Let the machine summarize The Meetings

6 min readFeb 11, 2021

Forgot to take minutes of the meeting? No Problem.

Introduction

Imagine this, while interacting with your bosses or co-workers for the POA of the next financial quarter on a video call, the summary of the conversation just shows up on your desk. That’s exactly what this article is all about.

It deals with the encapsulating of meetings by summarizing it which is within the style of written dialogues built upon extractive summaries by generating new vocabulary words apart from a text corpus.

Approach

Dataset

The dialogue dataset that was used for the project is the Switchboard Dialogue Act Corpus.

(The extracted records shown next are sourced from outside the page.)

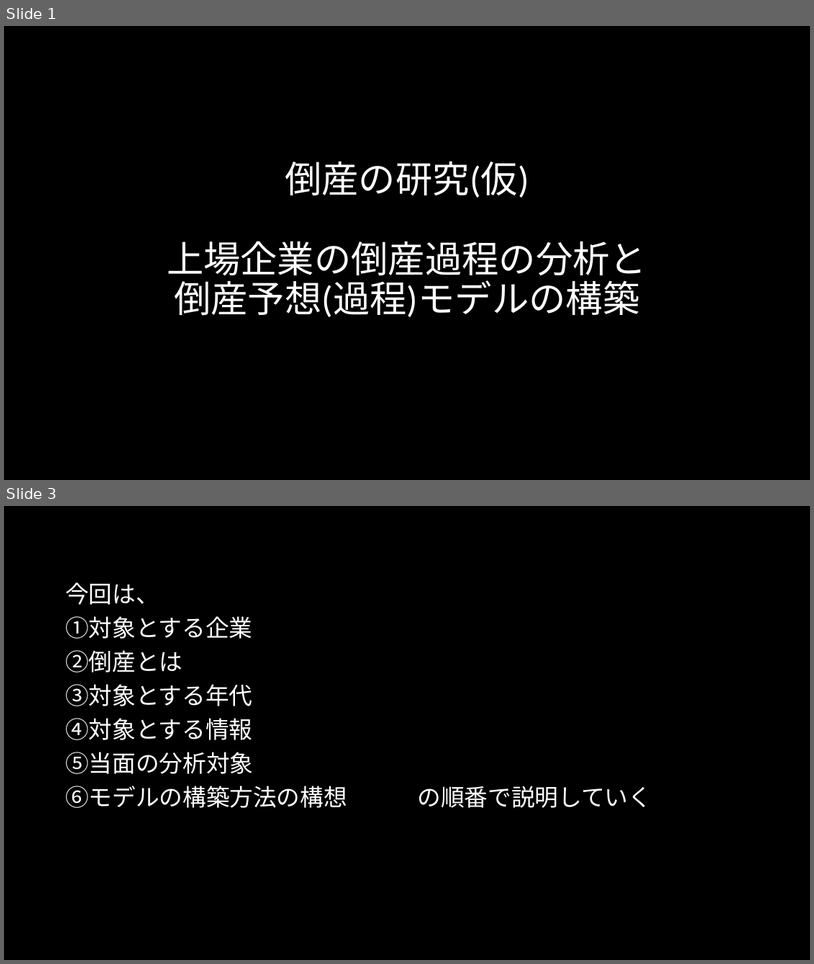
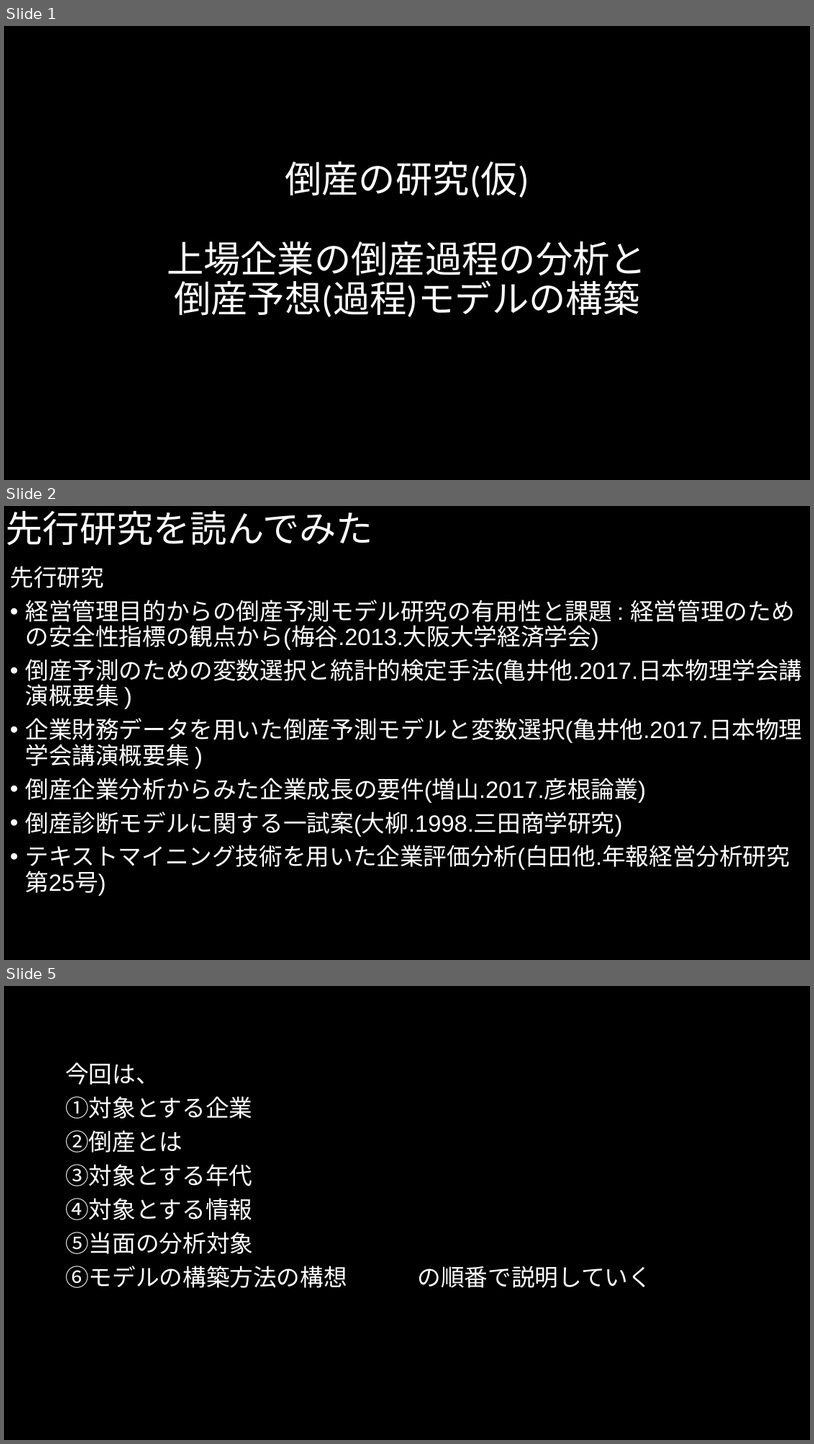
Before and after one commit to MAGA-Phantom/OperationSotsuron, a slide deck: 倒産の研究(仮).pptx. Shown one above the other, each under a label of ours: slides 1 and 3 before the commit, slides 1, 2 and 5 after it; the slides between them are not shown. The pictures are 814x964 and 814x1444 pixels, drawn with LibreOffice and Linux fonts; fonts in the diff are those of the drawing. Boxes give left, top, right and bottom in pixels: in the first picture for what was removed or moved away, otherwise in the second. Text is boxed around its words. In the diff, an @@ line names an element or a change of style, - is before the commit and + after.

```diff
--- a/倒産の研究(仮).pptx
+++ b/倒産の研究(仮).pptx
@@ slide 2 added at bbox=[4, 506, 810, 960], background #000000 @@
@@ title added at bbox=[5, 510, 373, 546], 44 pt, text #FFFFFF @@
+先行研究を読んでみた
@@ text added at bbox=[10, 566, 802, 896], 28 pt, text #FFFFFF @@
+先行研究
+• 経営管理目的からの倒産予測モデル研究の有用性と課題 : 経営管理のための安全性指標の観点から(梅谷.2013.大阪大学経済学会)
+• 倒産予測のための変数選択と統計的検定手法(亀井他.2017.日本物理学会講演概要集 )
+• 企業財務データを用いた倒産予測モデルと変数選択(亀井他.2017.日本物理学会講演概要集 )
+• 倒産企業分析からみた企業成長の要件(増山.2017.彦根論叢)
+• 倒産診断モデルに関する一試案(大柳.1998.三田商学研究)
+• テキストマイニング技術を用いた企業評価分析(白田他.年報経営分析研究第25号)
@@ what was slide 3 is now slide 5 @@
```
Also in this commit, not shown: 2 slides changed, 3 other slides added.

It is a corpus of 1,155 5-minute telephone conversations between 2 persons, annotated with speech act tags. In these conversations, callers question receivers on provided topics, such as child care, recycling, and news media. 440 users participate in these 1,155 conversations, producing 221,616 utterances (we combine consecutive utterances by the same person into one utterance, so our corpus has 122,646 utterances).

Converting Raw Dialogues to Text

Life’s hard and so is preprocessing of Raw Data

CRF Modeling

CRF models the conditional probability and the decision boundary of different classes based on the context of a particular dialogue act and uttered sequence. All the Dialogue Acts(DA) labels will have different transition probability.

It is often challenging to guess the DA of dialogue without knowing what the context of previous and followed dialogues is. For example, it’s difficult to say if “Paris” is to be told as an answer or just a location, So for this, there should be an understanding of the last dialogue whether it was a question or not.

CRF tags depend on all the dialogues context assuming that the features are dependent on each other for learning to make predictions much better.

CRF labelling is used to remove the redundant tags which do not otherwise contribute to the summary like non-verbal tags, acknowledgements etc and also to identify labels as questions and answers.

Anaphora Resolution

Hugging face coreference system in operation. Try it for yourself!

As we are dealing with dialogue format data, it’s essential to distinguish when there are references to other speakers in the dialogues.

To resolve this coreference problem, anaphora resolution can be implemented of the dialogue formatted data and resolving them into a text formatted one based on CRF labelled tags. This is considered as a pronoun resolution task which is a problem when we have more than 2 speakers.

To proceed with anaphora resolution, the following preprocessing steps are carried out.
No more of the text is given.